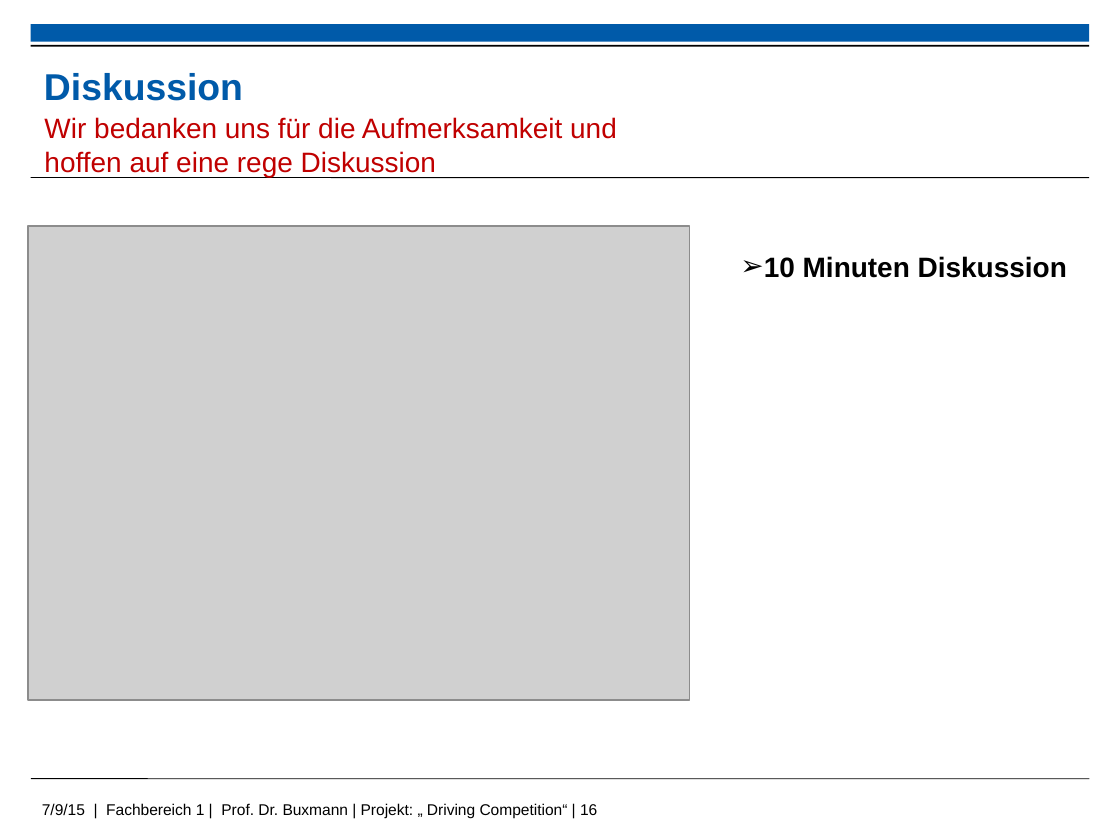
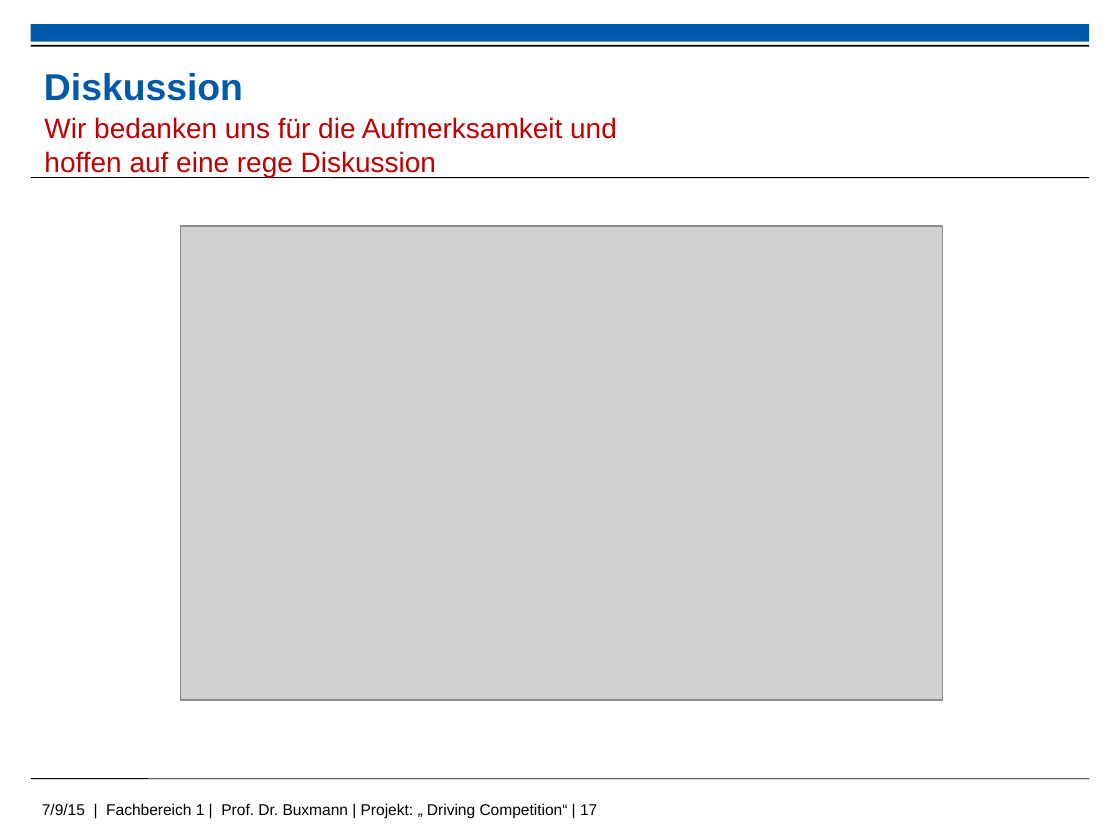
Before and after one commit to kolhagen/drivingcompetition, a slide deck: slide 17 of Big Data - Driving Competition.pptx (slide 16 before the commit). Drawn at 1120x840 pixels with LibreOffice and Linux fonts; fonts in the diff are those of the drawing; grey boxes stand for pictures; background and template pictures are left out. Boxes give left, top, right and bottom in pixels: in the first picture for what was removed or moved away, otherwise in the second. Text is boxed around its words. In the diff, an @@ line names an element or a change of style, - is before the commit and + after.

```diff
--- a/Big Data - Driving Competition.pptx
+++ b/Big Data - Driving Competition.pptx
@@ picture resized from (x1=28, y1=226, x2=690, y2=700) to (x1=180, y1=226, x2=942, y2=700) @@
@@ text removed at (x1=764, y1=256, x2=1067, y2=278) @@
-➢ 10 Minuten Diskussion
@@ text at (x1=42, y1=803, x2=597, y2=819): text changed @@
-7/9/15 | Fachbereich 1 | Prof. Dr. Buxmann | Projekt: „ Driving Competition“ | 16
+7/9/15 | Fachbereich 1 | Prof. Dr. Buxmann | Projekt: „ Driving Competition“ | 17
```
Also in this commit, not shown: 1 slide added.
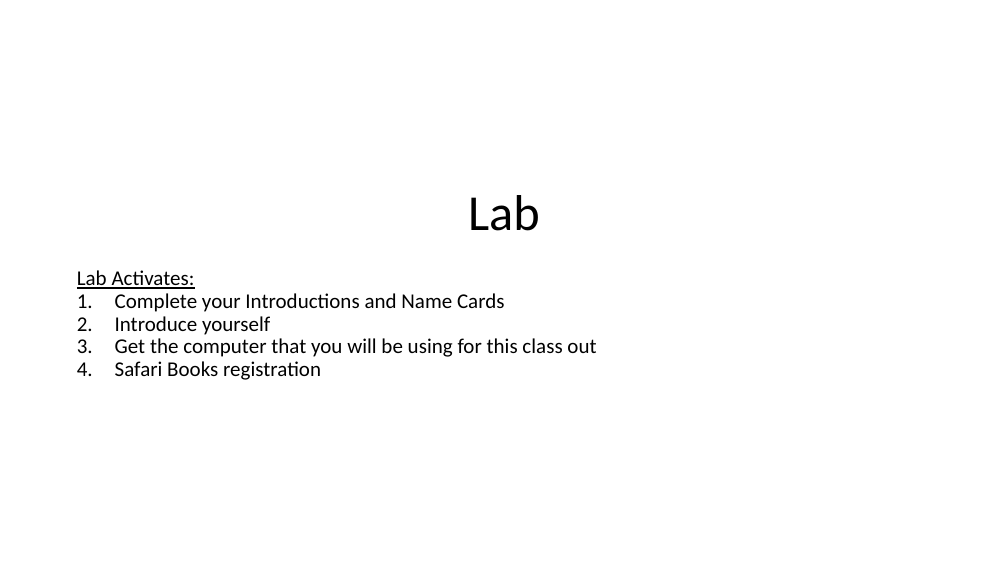
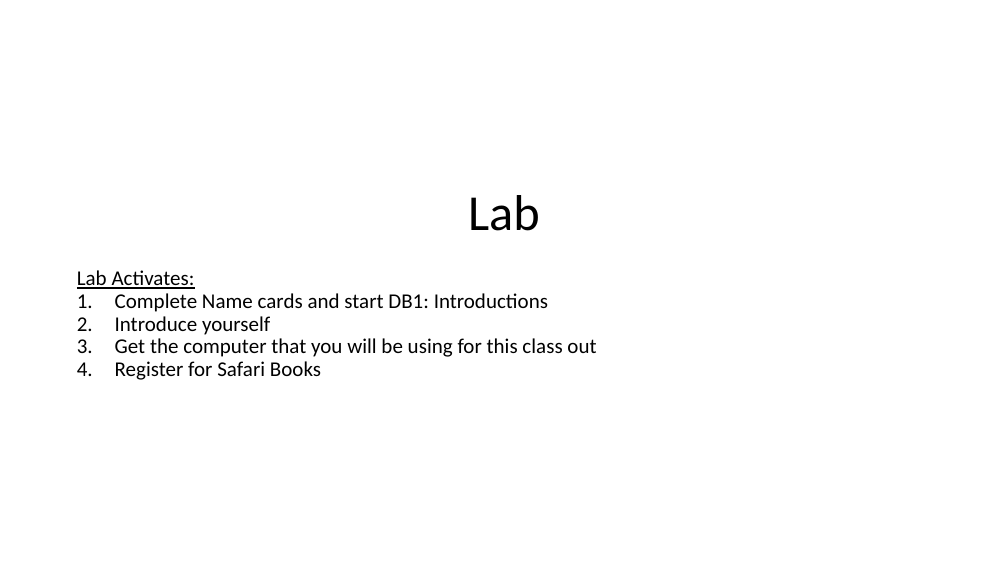
Before and after one commit to EricJPogue/CPSC-24500, a slide deck: slide 13 of lecture-slides/2019-08-26.pptx (slide 12 before the commit). Drawn at 1008x567 pixels with LibreOffice and Linux fonts; fonts in the diff are those of the drawing. Boxes give left, top, right and bottom in pixels: in the first picture for what was removed or moved away, otherwise in the second. Text is boxed around its words. In the diff, an @@ line names an element or a change of style, - is before the commit and + after.

```diff
--- a/lecture-slides/2019-08-26.pptx
+++ b/lecture-slides/2019-08-26.pptx
@@ text at (115, 293, 548, 312): text changed @@
-1. Complete your Introductions and Name Cards
+1. Complete Name cards and start DB1: Introductions
@@ text at (115, 361, 321, 380): text changed @@
-4. Safari Books registration
+4. Register for Safari Books
```
Also in this commit, not shown: 2 other slides changed.

**WHAT YOU WILL DO:** Where in the records does the word "this" appear? Copy each line that holds it.

**SOLVED EXERCISE:**
Also in this commit, not shown: 1 slide added.
Also in this commit, not shown: 2 other slides changed.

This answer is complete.